<<<<

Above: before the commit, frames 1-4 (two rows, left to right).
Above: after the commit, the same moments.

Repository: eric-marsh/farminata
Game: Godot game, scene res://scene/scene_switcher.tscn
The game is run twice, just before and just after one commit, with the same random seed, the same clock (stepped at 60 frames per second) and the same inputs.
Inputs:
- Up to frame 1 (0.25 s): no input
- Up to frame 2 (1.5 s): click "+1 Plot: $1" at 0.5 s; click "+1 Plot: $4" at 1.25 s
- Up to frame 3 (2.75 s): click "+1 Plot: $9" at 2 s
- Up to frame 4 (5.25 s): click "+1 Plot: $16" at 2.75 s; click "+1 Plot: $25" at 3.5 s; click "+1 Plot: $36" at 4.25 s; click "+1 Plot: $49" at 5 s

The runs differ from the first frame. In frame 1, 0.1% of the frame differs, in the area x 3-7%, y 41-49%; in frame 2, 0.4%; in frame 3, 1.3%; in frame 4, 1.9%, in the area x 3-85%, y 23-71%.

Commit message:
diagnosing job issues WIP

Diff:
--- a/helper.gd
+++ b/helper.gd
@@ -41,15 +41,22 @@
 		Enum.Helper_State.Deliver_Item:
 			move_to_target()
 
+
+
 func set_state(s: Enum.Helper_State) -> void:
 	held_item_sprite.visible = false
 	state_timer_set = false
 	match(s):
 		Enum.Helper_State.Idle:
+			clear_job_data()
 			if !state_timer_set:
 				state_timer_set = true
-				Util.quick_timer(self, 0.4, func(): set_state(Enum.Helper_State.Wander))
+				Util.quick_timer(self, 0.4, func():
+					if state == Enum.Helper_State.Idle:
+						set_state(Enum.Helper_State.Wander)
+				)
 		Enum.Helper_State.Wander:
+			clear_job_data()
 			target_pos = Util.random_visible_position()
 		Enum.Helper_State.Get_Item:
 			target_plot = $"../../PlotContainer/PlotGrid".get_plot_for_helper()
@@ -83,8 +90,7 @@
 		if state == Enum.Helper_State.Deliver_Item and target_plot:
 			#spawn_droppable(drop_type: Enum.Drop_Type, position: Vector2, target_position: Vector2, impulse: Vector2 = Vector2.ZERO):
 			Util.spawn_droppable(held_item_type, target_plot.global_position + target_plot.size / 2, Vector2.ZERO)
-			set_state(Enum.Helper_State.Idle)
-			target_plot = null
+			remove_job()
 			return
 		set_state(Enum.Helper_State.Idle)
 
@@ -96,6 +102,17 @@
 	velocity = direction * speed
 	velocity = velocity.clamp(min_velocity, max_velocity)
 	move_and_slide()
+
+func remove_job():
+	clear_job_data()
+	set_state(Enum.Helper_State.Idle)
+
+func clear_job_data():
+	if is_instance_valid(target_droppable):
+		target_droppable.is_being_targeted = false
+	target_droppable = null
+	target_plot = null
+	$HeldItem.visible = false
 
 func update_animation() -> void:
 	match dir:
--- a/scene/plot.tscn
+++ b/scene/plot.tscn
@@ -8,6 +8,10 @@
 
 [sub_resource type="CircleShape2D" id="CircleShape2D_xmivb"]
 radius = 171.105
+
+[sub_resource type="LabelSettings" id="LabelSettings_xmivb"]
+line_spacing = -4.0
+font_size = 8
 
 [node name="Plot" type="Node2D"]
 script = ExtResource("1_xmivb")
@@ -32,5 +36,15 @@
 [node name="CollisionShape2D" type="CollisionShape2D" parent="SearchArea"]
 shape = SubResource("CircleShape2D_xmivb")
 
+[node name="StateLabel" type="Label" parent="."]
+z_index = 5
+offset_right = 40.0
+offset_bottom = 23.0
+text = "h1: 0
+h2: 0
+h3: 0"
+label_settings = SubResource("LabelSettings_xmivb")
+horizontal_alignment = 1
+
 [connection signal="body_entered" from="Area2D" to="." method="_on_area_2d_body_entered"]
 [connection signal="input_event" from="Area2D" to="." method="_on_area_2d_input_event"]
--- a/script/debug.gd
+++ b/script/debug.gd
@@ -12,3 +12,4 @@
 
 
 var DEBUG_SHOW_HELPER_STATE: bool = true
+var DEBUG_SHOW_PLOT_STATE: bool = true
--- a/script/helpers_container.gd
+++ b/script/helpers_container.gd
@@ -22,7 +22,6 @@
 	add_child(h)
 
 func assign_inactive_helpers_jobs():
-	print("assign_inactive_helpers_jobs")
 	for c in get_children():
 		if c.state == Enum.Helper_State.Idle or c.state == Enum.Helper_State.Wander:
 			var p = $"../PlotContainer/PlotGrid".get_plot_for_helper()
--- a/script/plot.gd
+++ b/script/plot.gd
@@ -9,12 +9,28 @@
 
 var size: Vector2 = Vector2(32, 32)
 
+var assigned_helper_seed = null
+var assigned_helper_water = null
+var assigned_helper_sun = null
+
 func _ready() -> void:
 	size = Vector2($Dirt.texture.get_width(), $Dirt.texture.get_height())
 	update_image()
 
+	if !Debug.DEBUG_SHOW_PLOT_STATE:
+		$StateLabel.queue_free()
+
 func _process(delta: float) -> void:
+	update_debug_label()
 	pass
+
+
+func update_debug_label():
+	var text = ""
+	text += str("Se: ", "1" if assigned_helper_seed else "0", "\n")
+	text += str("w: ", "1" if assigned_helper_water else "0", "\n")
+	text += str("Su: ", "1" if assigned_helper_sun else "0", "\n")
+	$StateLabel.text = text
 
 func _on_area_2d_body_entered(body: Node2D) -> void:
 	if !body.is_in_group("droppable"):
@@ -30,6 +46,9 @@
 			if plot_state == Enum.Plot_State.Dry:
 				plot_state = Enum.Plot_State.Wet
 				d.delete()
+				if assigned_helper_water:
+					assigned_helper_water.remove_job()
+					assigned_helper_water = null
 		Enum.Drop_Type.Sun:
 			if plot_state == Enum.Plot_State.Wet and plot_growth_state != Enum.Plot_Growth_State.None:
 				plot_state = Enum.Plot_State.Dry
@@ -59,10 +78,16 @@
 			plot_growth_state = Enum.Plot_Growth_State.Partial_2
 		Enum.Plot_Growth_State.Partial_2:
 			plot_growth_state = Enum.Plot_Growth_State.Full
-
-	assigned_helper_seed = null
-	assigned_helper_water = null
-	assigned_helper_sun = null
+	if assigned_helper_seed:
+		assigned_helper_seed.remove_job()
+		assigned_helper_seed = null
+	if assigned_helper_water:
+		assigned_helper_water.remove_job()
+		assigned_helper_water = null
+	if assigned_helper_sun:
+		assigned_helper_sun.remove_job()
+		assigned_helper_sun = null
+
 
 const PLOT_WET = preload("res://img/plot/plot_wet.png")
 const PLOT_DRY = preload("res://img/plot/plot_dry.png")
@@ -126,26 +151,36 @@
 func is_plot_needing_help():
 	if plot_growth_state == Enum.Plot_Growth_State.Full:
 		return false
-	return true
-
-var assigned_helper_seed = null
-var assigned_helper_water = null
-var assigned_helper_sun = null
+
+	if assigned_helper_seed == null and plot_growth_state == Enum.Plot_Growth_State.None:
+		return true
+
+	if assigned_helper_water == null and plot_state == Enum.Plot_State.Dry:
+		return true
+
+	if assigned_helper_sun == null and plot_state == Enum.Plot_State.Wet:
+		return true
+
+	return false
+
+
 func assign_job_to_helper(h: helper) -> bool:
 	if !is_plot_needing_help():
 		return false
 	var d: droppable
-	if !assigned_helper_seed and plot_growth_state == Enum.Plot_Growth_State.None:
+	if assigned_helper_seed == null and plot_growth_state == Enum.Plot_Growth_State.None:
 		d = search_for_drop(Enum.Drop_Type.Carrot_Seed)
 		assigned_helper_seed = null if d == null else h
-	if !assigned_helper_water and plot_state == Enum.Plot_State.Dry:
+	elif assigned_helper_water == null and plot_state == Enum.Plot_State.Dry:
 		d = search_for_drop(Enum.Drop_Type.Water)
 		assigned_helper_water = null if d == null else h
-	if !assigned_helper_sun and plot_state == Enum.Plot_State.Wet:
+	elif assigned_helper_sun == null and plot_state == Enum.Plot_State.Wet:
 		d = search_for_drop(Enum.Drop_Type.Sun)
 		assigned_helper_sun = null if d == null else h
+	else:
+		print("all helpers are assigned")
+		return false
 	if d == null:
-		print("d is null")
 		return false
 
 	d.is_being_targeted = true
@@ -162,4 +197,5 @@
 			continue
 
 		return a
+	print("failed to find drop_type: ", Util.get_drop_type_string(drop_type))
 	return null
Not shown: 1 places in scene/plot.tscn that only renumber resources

>>>>

Your assignment:
Scan the listing above for the word "void" and copy every line that holds it.

Written reply:
 func set_state(s: Enum.Helper_State) -> void:
 func update_animation() -> void:
 func _ready() -> void:
 func _process(delta: float) -> void:
 func _on_area_2d_body_entered(body: Node2D) -> void:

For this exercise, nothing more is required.